Prominent among the reforms that Justice Lodha had suggested was one that sought to curb the noxious ‘conflict of interest’ in Indian cricket—preventing sons and daughters of erstwhile administrators to occupy positions of power. “The fact that someone’s son, or someone’s brother, or someone’s daughter have been elected unopposed obviously means that the spirit of the reforms has been seriously dented. Of course, the letter of the reforms has been followed, but the spirit has been damaged,” Lodha had said in an interview to Outlook in October last year. Lodha had also taken umbrage to the fact that when the new constitution was cleared by the SC, quite a few reforms were toned down.
Indeed, if the SC special bench approves the changes sought in the BCCI’s aggressive petition, there will be very little impact left of the original reforms recommended by the Lodha panel. “I don’t feel like speaking on BCCI affairs,” says Justice Lodha, when asked to comment on the fresh application.
Legal experts feel the BCCI petition is “not a priority” for the special bench. Justice Bobde has never been keen on the BCCI matter; it is learnt that Justice Rao’s role will be crucial. He was part of the Justice Mukul Mudgal committee when the probe into the IPL betting and fixing case had started. “He knows this case from its roots. BCCI will really have to convince him to win a favourable order and it’s not going to happen in a jiffy,” says a legal expert. “It also depends on who is arguing from the other side.”
The BCCI application may come up for hearing in June, since Ganguly has to vacate his chair by July-end. Legally speaking, the bench could either allow the changes straight away or order a status quo and deliberate at a later date. “Status quo is a likely option as then BCCI work continues. In all fairness, Ganguly or Shah should get a full term,” says a senior advocate. There are about six amendments suggested in the 30-page BCCI petition. Apart from the ‘cooling off’ clause, the Board wants sweeping powers for the secretary and asks that age should not be made a factor in choosing a representative to the ICC.

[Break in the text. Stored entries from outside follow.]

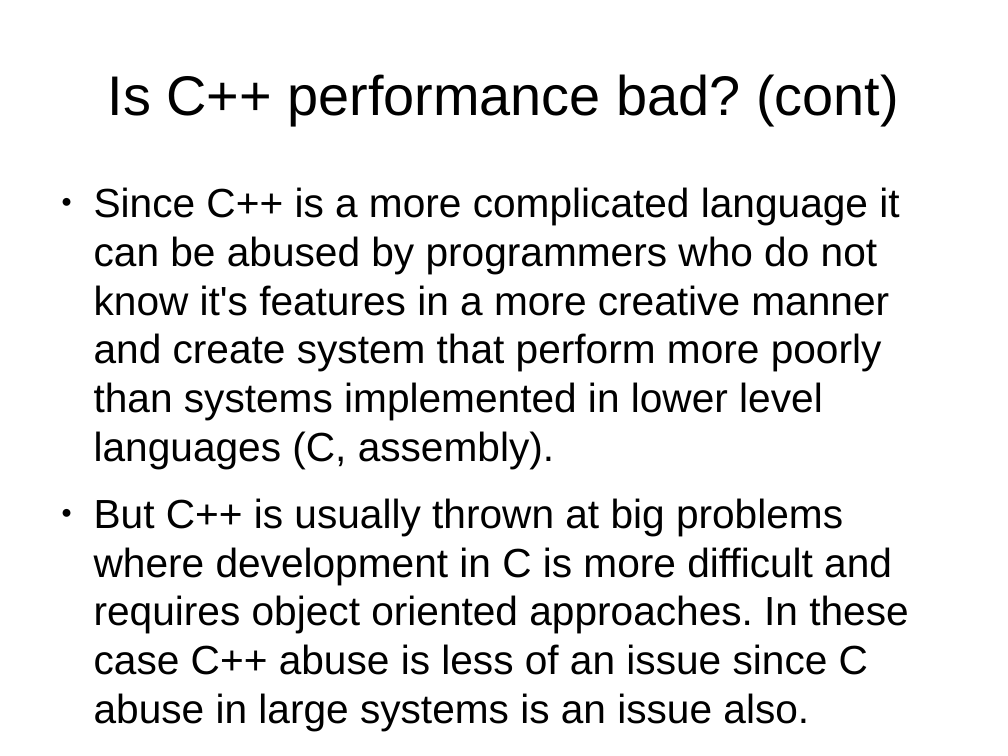
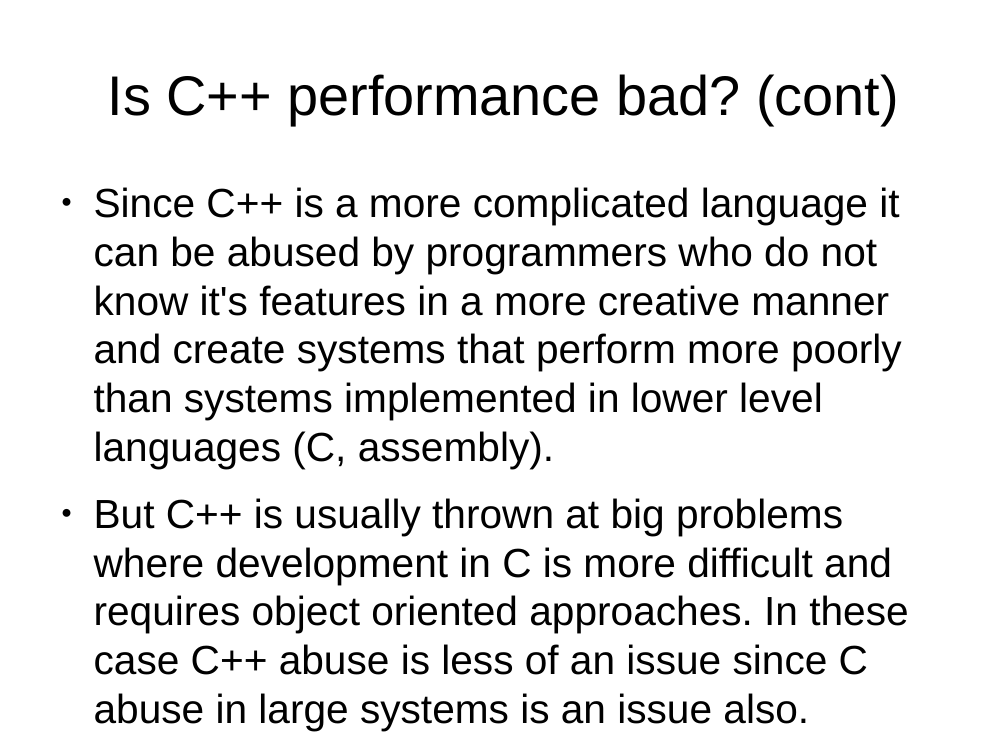
Before and after one commit to veltzer/demos-linux, a slide deck: slide 31 of multi_core/effective_cplusplus.odp. Drawn at 1008x756 pixels with LibreOffice and Linux fonts; fonts in the diff are those of the drawing. Boxes give left, top, right and bottom in pixels: in the first picture for what was removed or moved away, otherwise in the second. Text is boxed around its words. In the diff, an @@ line names an element or a change of style, - is before the commit and + after.

```diff
--- a/multi_core/effective_cplusplus.odp
+++ b/multi_core/effective_cplusplus.odp
@@ text at (94, 187, 902, 469): text changed @@
-● Since C++ is a more complicated language it can be abused by programmers who do not know it's features in a more creative manner and create system that perform more poorly than systems implemented in lower level languages (C, assembly).
+● Since C++ is a more complicated language it can be abused by programmers who do not know it's features in a more creative manner and create systems that perform more poorly than systems implemented in lower level languages (C, assembly).
```
Also in this commit, not shown: 11 other slides changed, 6 slides added, 1 other file.
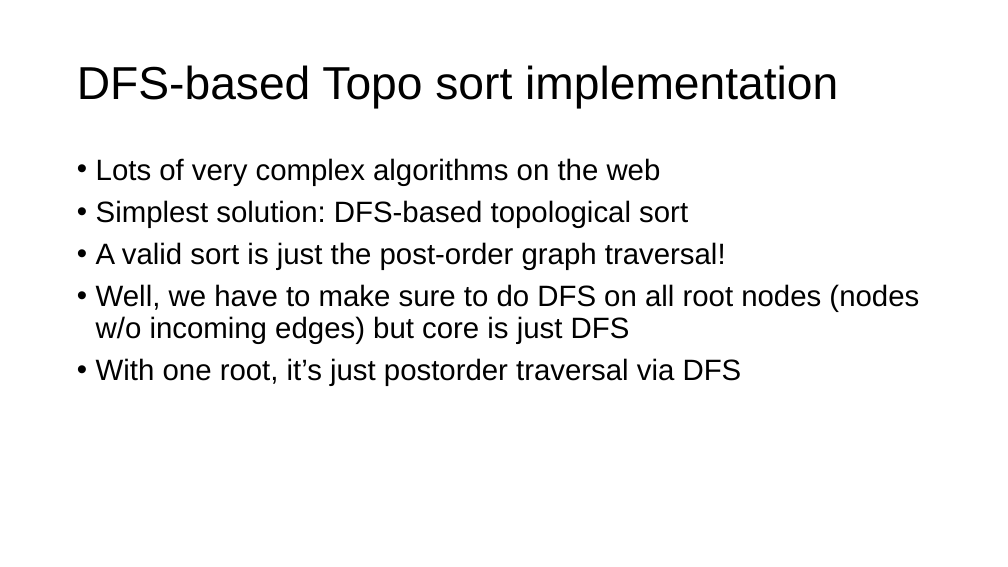
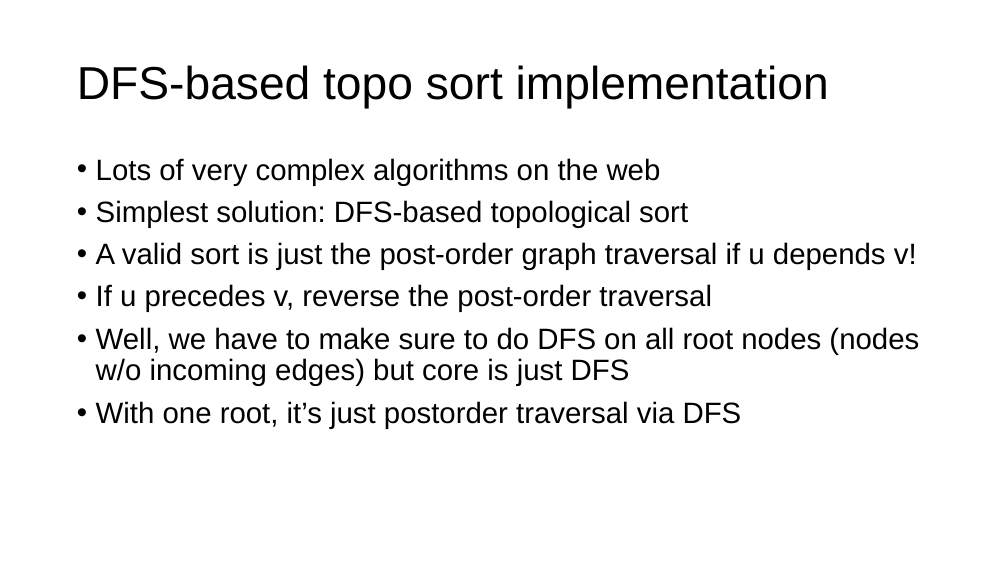
Before and after one commit to parrt/msds689, a slide deck: slide 21 of notes/graphs.pptx (slide 20 before the commit). Drawn at 1008x567 pixels with LibreOffice and Linux fonts; fonts in the diff are those of the drawing; background and template pictures are left out. Boxes give left, top, right and bottom in pixels: in the first picture for what was removed or moved away, otherwise in the second. Text is boxed around its words. In the diff, an @@ line names an element or a change of style, - is before the commit and + after.

```diff
--- a/notes/graphs.pptx
+++ b/notes/graphs.pptx
@@ title at bbox=[77, 65, 829, 109]: text changed @@
-DFS-based Topo sort implementation
+DFS-based topo sort implementation
@@ text at bbox=[96, 242, 917, 312]: text changed @@
-• A valid sort is just the post-order graph traversal!
+• A valid sort is just the post-order graph traversal if u depends v!
+• If u precedes v, reverse the post-order traversal
```
Also in this commit, not shown: 15 other slides changed, 3 slides added, 1 slide removed, 2 other files.
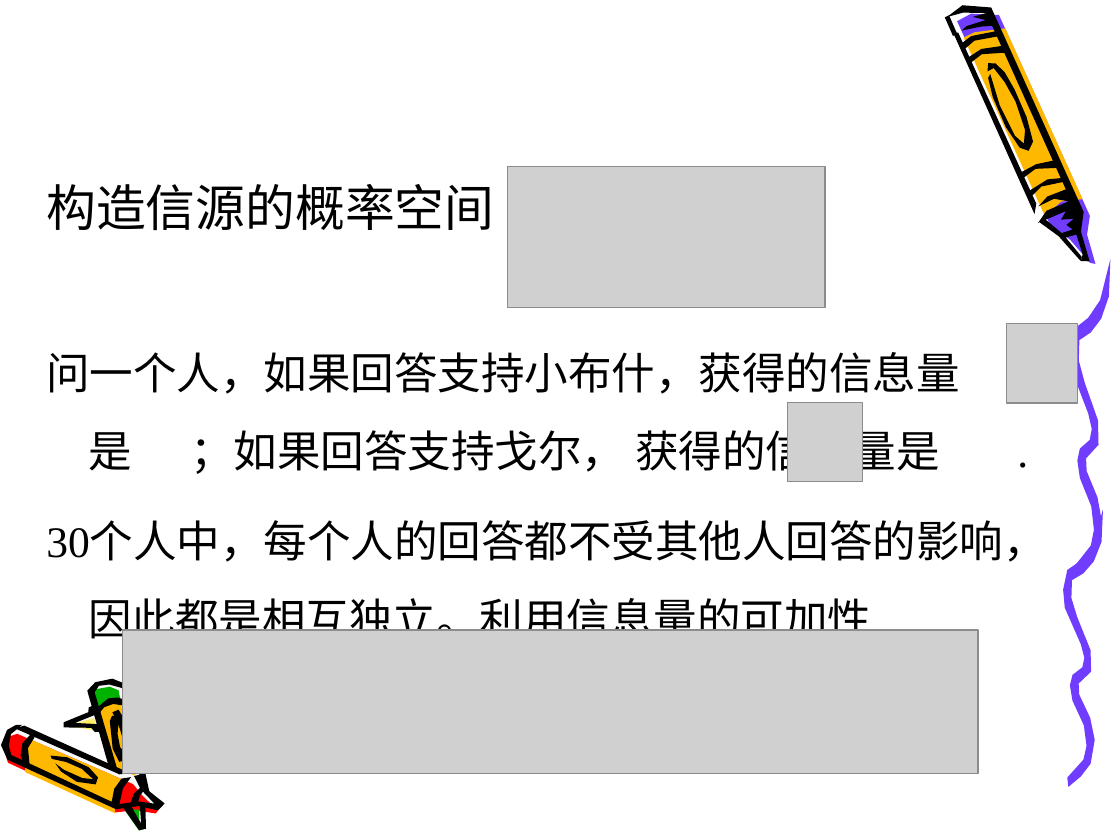
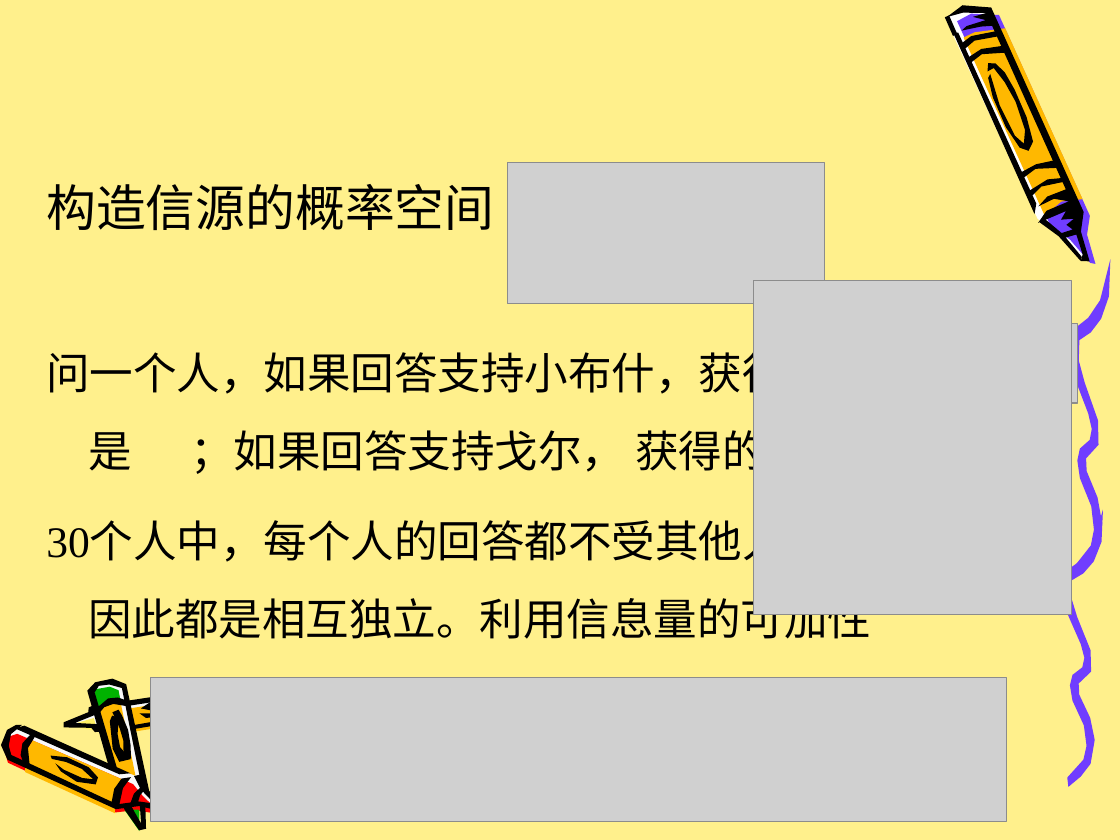
Before and after one commit to 2bWant2b/LearningMaterials, a slide deck: slide 20 of 信息论与编码/ch2-2.ppt. Drawn at 1120x840 pixels with LibreOffice and Linux fonts; fonts in the diff are those of the drawing; grey boxes stand for pictures. Boxes give left, top, right and bottom in pixels: in the first picture for what was removed or moved away, otherwise in the second. Text is boxed around its words. In the diff, an @@ line names an element or a change of style, - is before the commit and + after.

```diff
--- a/信息论与编码/ch2-2.ppt
+++ b/信息论与编码/ch2-2.ppt
@@ background #FFFFFF to #FFF08C @@
@@ freeform shape added at [880, 0, 1120, 259], fill #FFFFFF @@
@@ picture: place and size @@
-picture at [507, 166, 825, 307]
+picture at [507, 162, 825, 304]
@@ picture: place and size @@
-picture at [787, 402, 862, 482]
+picture at [754, 280, 1072, 614]
@@ freeform shape added at [128, 688, 220, 729], fill #000000 @@
@@ picture: place and size @@
-picture at [122, 631, 978, 774]
+picture at [151, 678, 1007, 821]
@@ freeform shape added at [130, 698, 200, 731], fill #FFB800 @@
@@ freeform shape added at [139, 701, 187, 718], fill #000000 @@
```
Also in this commit, not shown: 22 other slides changed, 8 other files.
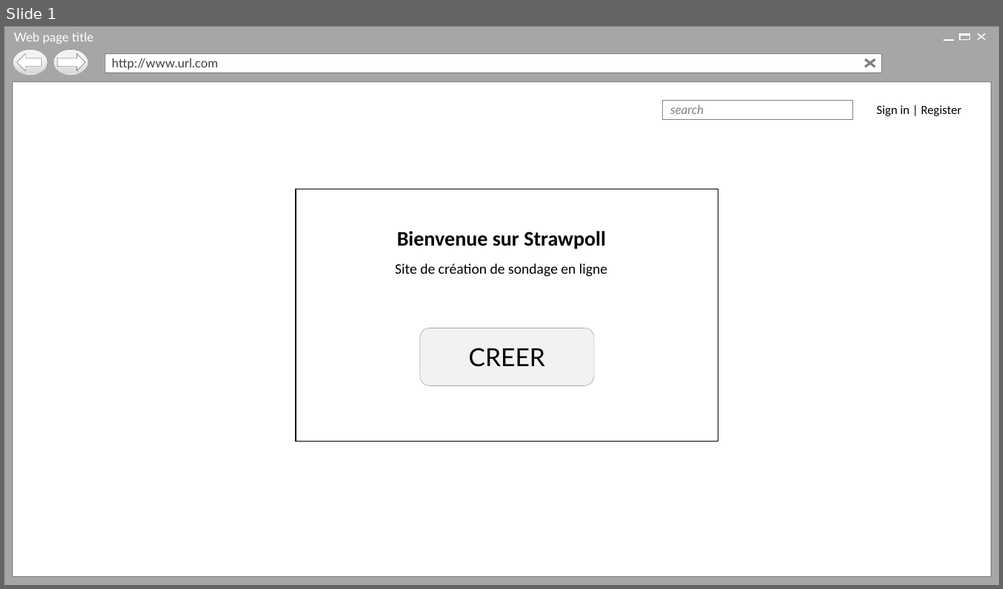
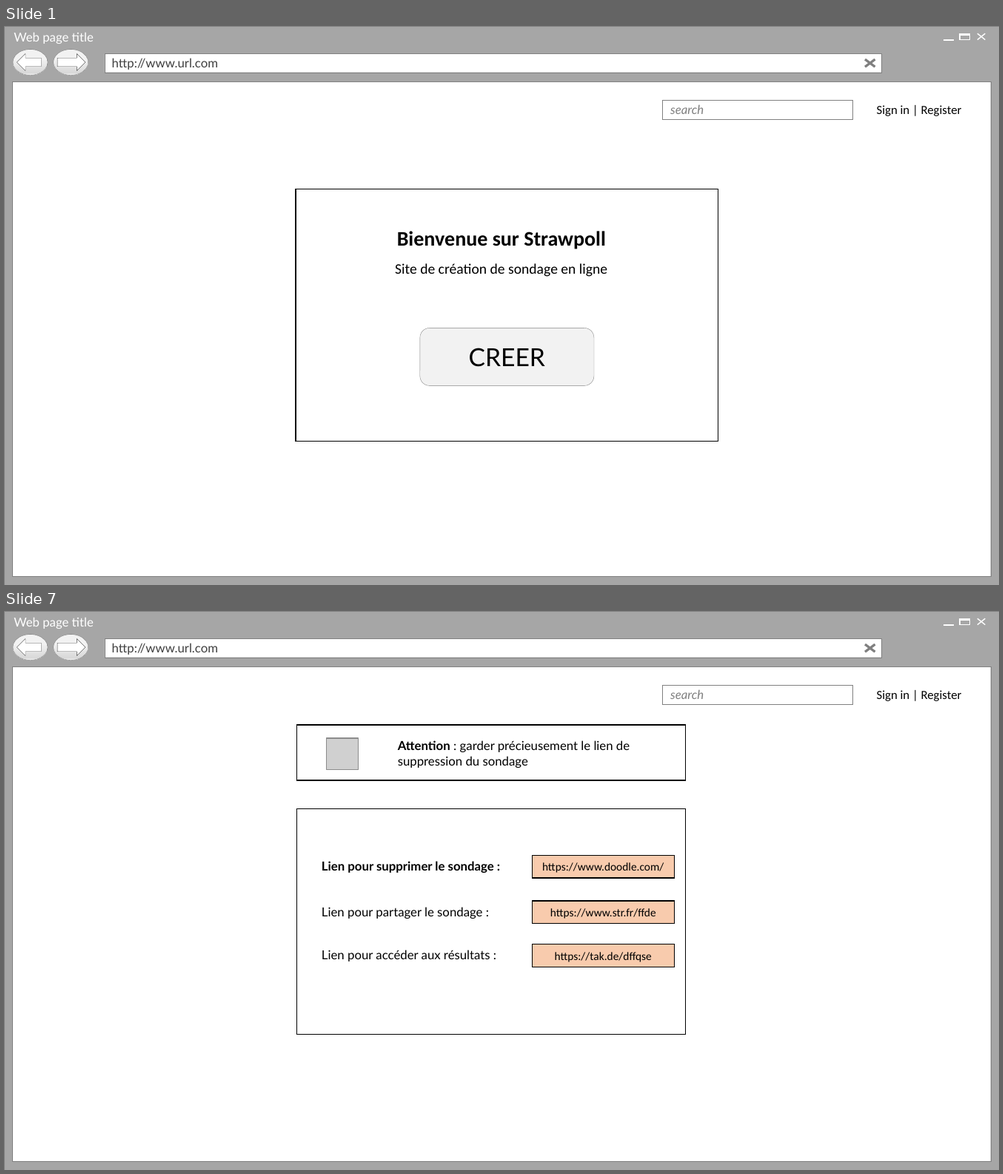
Before and after one commit to Holyz1988/PROJET1-ASP.NET, a slide deck: Page d’acceuil.pptx. Shown one above the other, each under a label of ours: slide 1 before the commit, slides 1 and 7 after it; the slides between them are not shown. The pictures are 1003x589 and 1003x1174 pixels, drawn with LibreOffice and Linux fonts; fonts in the diff are those of the drawing; grey boxes stand for pictures; background and template pictures are left out. Boxes give left, top, right and bottom in pixels: in the first picture for what was removed or moved away, otherwise in the second. Text is boxed around its words. In the diff, an @@ line names an element or a change of style, - is before the commit and + after.

Commit message:
Slides sondages et relations entre elles terminé

```diff
--- a/Page d’acceuil.pptx
+++ b/Page d’acceuil.pptx
@@ slide 7 added at [4,611,999,1170], background #FFFFFF; not listed: 17 template elements that a slide beside it also shows @@
@@ rectangle added at [296,725,686,780], fill #FFFFFF, outline #000000 1 pt @@
@@ picture added at [327,738,358,770] @@
@@ text added at [398,741,629,768], 12 pt, text #000000 @@
+Attention : garder précieusement le lien de suppression du sondage
@@ group added at [296,809,686,1036]: 4 rectangles, 3 texts @@
+Lien pour supprimer le sondage :
+Lien pour partager le sondage :
+Lien pour accéder aux résultats :
+https://www.doodle.com/
+https://tak.de/dffqse
+https://www.str.fr/ffde
```
Also in this commit, not shown: 5 slides changed, 12 other slides added, 1 slide removed.

The decision of the bench will not only have its consequences in the BCCI but ICC as well. With incumbent Shashank Manohar not keen on a third two-year term as ICC chairman, the position will be up for grabs. Although England’s Colin Graves is pitted to succeed former BCCI chief Manohar, Ganguly’s name has done the rounds in recent weeks. ICC directors are each allowed to nominate one candidate, who has to be either a present or past ICC director. Nominees with the support of two or more Full Member directors are eligible to contest the election. It leaves Srinivasan with an outside chance too. Ganguly won’t mind a stint in this coveted position, given his goal of winning India the largest share of ICC’s revenue and keeping Test cricket alive.
The next three months will be pregnant with possibilities. While cricketers wait to return to action, power equations are set to change as winds with strong under-currents sweep the cricketing world. A favourable wind can get India or BCCI what it wants.